C’est pour cela que j’ai dit qu’il fallait commencer par voir beaucoup ; il faut aussi voir presque sans dessein, parce que si vous avez résolu de ne considérer les choses que dans une certaine vue, dans un certain ordre, dans un certain système, eussiez-vous pris le meilleur chemin, vous n’arriverez jamais à la même étendue de connaissances à laquelle vous pourrez prétendre, si vous laissez dans les commencements votre esprit marcher de lui-même, se reconnaître, s’assurer sans secours, et former seul la première chaîne qui représente l’ordre de ses idées.

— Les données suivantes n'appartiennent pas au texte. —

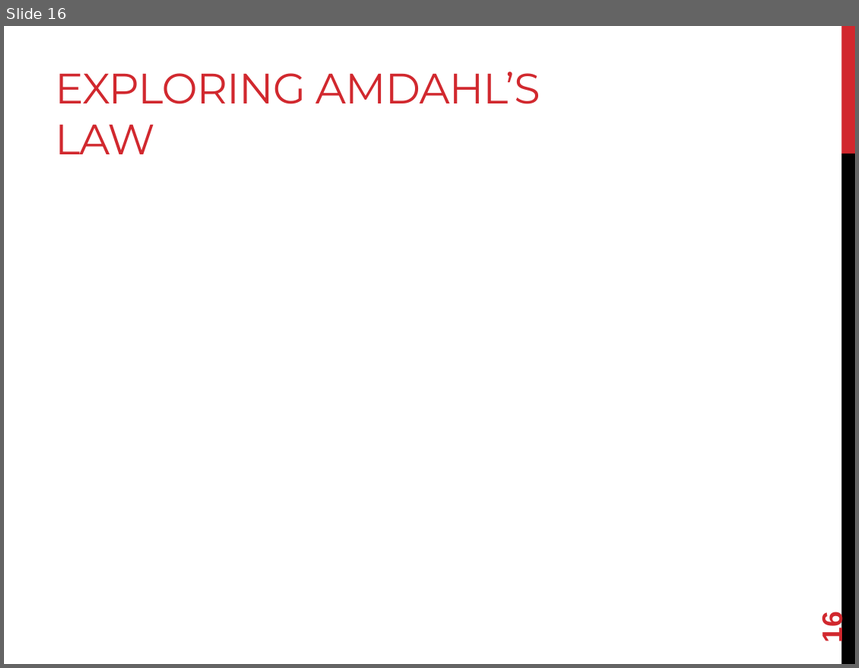
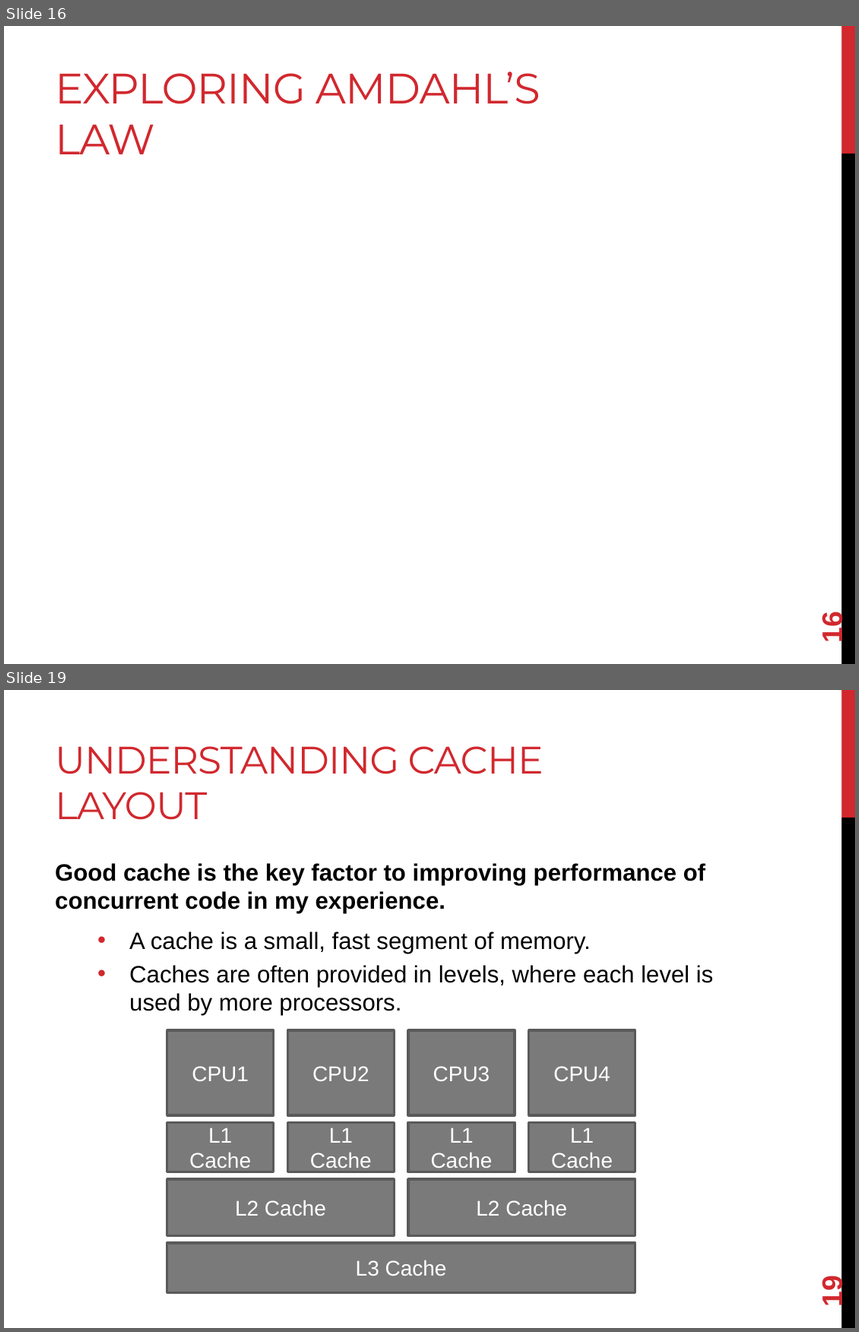
Before and after one commit to joshpeterson/DevelopingConcurrentSoftware, a slide deck: Lectures/Designing Concurrent Software/Designing Concurrent Software.pptx. Shown one above the other, each under a label of ours: slide 16 before the commit, slides 16 and 19 after it; the slides between them are not shown. The pictures are 859x668 and 859x1332 pixels, drawn with LibreOffice and Linux fonts; fonts in the diff are those of the drawing; grey boxes stand for pictures. Boxes give left, top, right and bottom in pixels: in the first picture for what was removed or moved away, otherwise in the second. Text is boxed around its words. In the diff, an @@ line names an element or a change of style, - is before the commit and + after.

Commit message:
Complete lecture on designing concurrent software.

```diff
--- a/Lectures/Designing Concurrent Software/Designing Concurrent Software.pptx
+++ b/Lectures/Designing Concurrent Software/Designing Concurrent Software.pptx
@@ slide 19 added at (4, 690, 855, 1328), background #FFFFFF; not listed: 2 template elements that a slide beside it also shows @@
@@ title added at (55, 746, 544, 820), 32.4 pt, text #D1282E @@
+UNDERSTANDING CACHE LAYOUT
@@ text added at (55, 863, 713, 1015), 20 pt, text #000000 @@
+Good cache is the key factor to improving performance of concurrent code in my experience.
+  • A cache is a small, fast segment of memory.
+  • Caches are often provided in levels, where each level is used by more processors.
@@ rectangle added at (167, 1030, 274, 1116), fill #7A7A7A, outline #5A5A5A 2.25 pt, 18 pt, text #FFFFFF @@
+CPU1
@@ rectangle added at (287, 1030, 394, 1116), fill #7A7A7A, outline #5A5A5A 2.25 pt, 18 pt, text #FFFFFF @@
+CPU2
@@ rectangle added at (408, 1030, 515, 1116), fill #7A7A7A, outline #5A5A5A 2.25 pt, 18 pt, text #FFFFFF @@
+CPU3
@@ rectangle added at (529, 1030, 636, 1116), fill #7A7A7A, outline #5A5A5A 2.25 pt, 18 pt, text #FFFFFF @@
+CPU4
@@ rectangle added at (167, 1122, 274, 1172), fill #7A7A7A, outline #5A5A5A 2.25 pt, 18 pt, text #FFFFFF @@
+L1 Cache
@@ rectangle added at (287, 1122, 394, 1172), fill #7A7A7A, outline #5A5A5A 2.25 pt, 18 pt, text #FFFFFF @@
+L1 Cache
@@ rectangle added at (408, 1122, 515, 1172), fill #7A7A7A, outline #5A5A5A 2.25 pt, 18 pt, text #FFFFFF @@
+L1 Cache
@@ rectangle added at (529, 1122, 636, 1172), fill #7A7A7A, outline #5A5A5A 2.25 pt, 18 pt, text #FFFFFF @@
+L1 Cache
@@ rectangle added at (167, 1179, 395, 1236), fill #7A7A7A, outline #5A5A5A 2.25 pt, 18 pt, text #FFFFFF @@
+L2 Cache
@@ rectangle added at (408, 1179, 636, 1236), fill #7A7A7A, outline #5A5A5A 2.25 pt, 18 pt, text #FFFFFF @@
+L2 Cache
@@ rectangle added at (167, 1243, 636, 1293), fill #7A7A7A, outline #5A5A5A 2.25 pt, 18 pt, text #FFFFFF @@
+L3 Cache
@@ page number added at (816, 1279, 848, 1306), 24 pt, text #D1282E, bold @@
+19
```
Also in this commit, not shown: 2 slides changed, 4 other slides added.

Ceci est vrai sans exception, pour toutes les personnes dont l’esprit est fait et le raisonnement formé ; les jeunes gens, au contraire, doivent être guidés plutôt et conseillés à propos, il faut même les encourager par ce qu’il y a de plus piquant dans la science, en leur faisant remarquer les choses les plus singulières, mais sans leur en donner d’explications précises ; le mystère à cet âge excite la curiosité, au lieu que dans l’âge mûr il n’inspire que le dégoût ; les enfants se lassent aisément des choses qu’ils ont déjà vues, ils revoient avec indifférence, à moins qu’on ne leur présente les mêmes objets sous d’autres points de vue ; et au lieu de leur répéter simplement ce qu’on leur a déjà dit, il vaut mieux y ajouter des circonstances, même étrangères ou inutiles ; on perd moins à les tromper qu’à les dégoûter[NdÉ 1].

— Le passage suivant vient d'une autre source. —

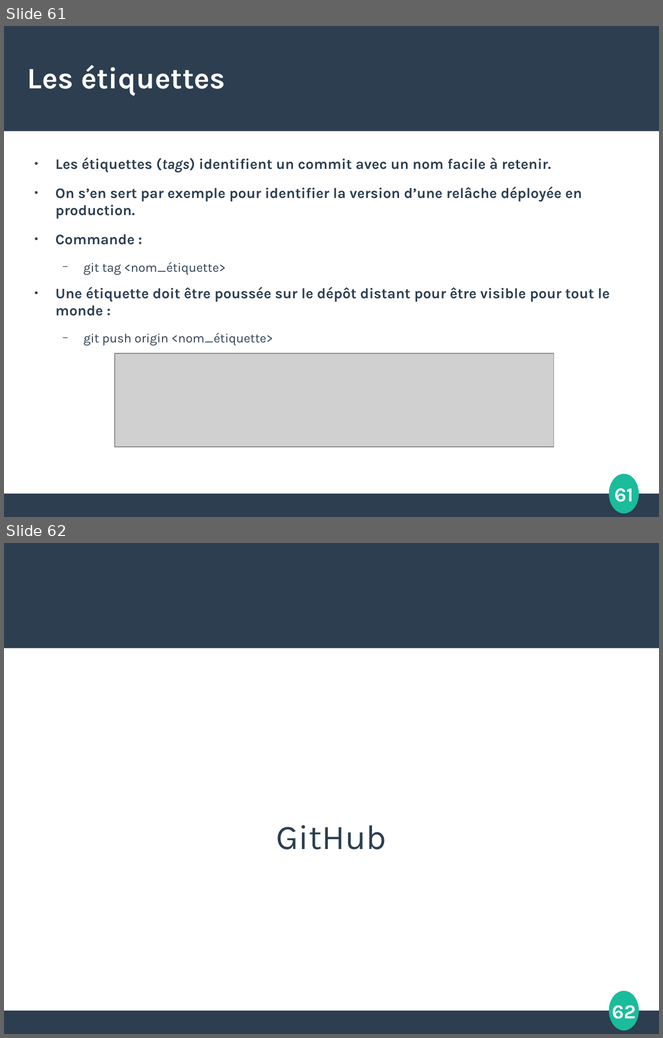
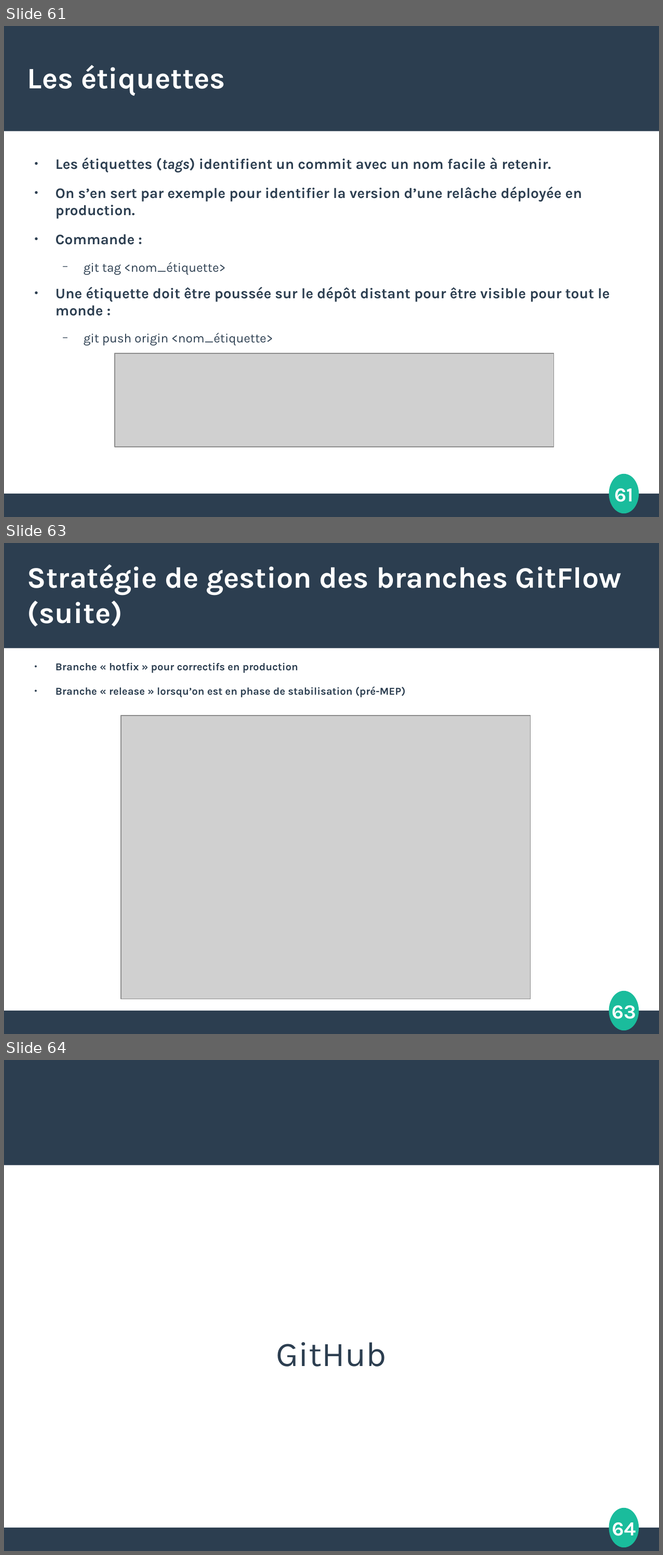
Before and after one commit to etdube/formation_git, a slide deck: Présentation git.odp. Shown one above the other, each under a label of ours: slides 61 and 62 before the commit, slides 61, 63 and 64 after it; the slides between them are not shown. The pictures are 663x1038 and 663x1555 pixels, drawn with LibreOffice and Linux fonts; fonts in the diff are those of the drawing; grey boxes stand for pictures. Boxes give left, top, right and bottom in pixels: in the first picture for what was removed or moved away, otherwise in the second. Text is boxed around its words. In the diff, an @@ line names an element or a change of style, - is before the commit and + after.

```diff
--- a/Présentation git.odp
+++ b/Présentation git.odp
@@ slide 63 added at (4,543,659,1034), background #FFFFFF; not listed: 4 template elements that a slide beside it also shows @@
@@ title added at (27,564,622,627), 36 pt, text #FFFFFF, bold @@
+Stratégie de gestion des branches GitFlow (suite)
@@ text added at (55,663,406,697), 12.8 pt, text #2C3E50, bold @@
+● Branche « hotfix » pour correctifs en production
+● Branche « release » lorsqu’on est en phase de stabilisation (pré-MEP)
@@ picture added at (121,716,531,1000) @@
@@ what was slide 62 is now slide 64 @@
@@ page number at (612,1522,636,1541): text changed @@
-62
+64
```
Also in this commit, not shown: 1 slide changed, 10 other slides added, 1 other file.

Lorsque, après avoir vu et revu plusieurs fois les choses, ils commenceront à se les représenter en gros, que d’eux-mêmes ils se feront des divisions, qu’ils commenceront à apercevoir des distinctions générales, le goût de la science pourra naître, et il faudra l’aider. Ce goût si nécessaire à tout, mais en même temps si rare, ne se donne point par les préceptes ; en vain l’éducation voudrait y suppléer, en vain les pères contraignent-ils leurs enfants, ils ne les amèneront jamais qu’à ce point commun à tous les hommes,

  1. Nous avons à peine besoin de dire que nous ne partageons pas la plupart des idées exprimées par Buffon dans cet alinéa. S’il est vrai qu’il faille encourager les jeunes gens à l’étude « par ce qu’il y a de plus piquant dans la science » et en multipliant autant que possible le nombre des objets capables d’exciter leur curiosité, il est vrai aussi qu’on doit toujours leur donner les explications des faits qu’on livre à leur observation et combattre le goût du mystère qu’ils possèdent, au lieu de l’encourager, comme le demande Buffon. Il ne faut pas attendre que l’âge amène le dégoût des choses mystérieuses ; le devoir du maître est de le provoquer dès l’enfance. Enfin, contrairement à l’avis de Buffon, nous pensons qu’il faut éviter avec le plus grand soin de tromper les enfants et les jeunes gens. Pour cela, il est bon de ne leur communiquer que les faits déjà bien connus, et les explications de ces faits qui ont été consacrées par l’expérience.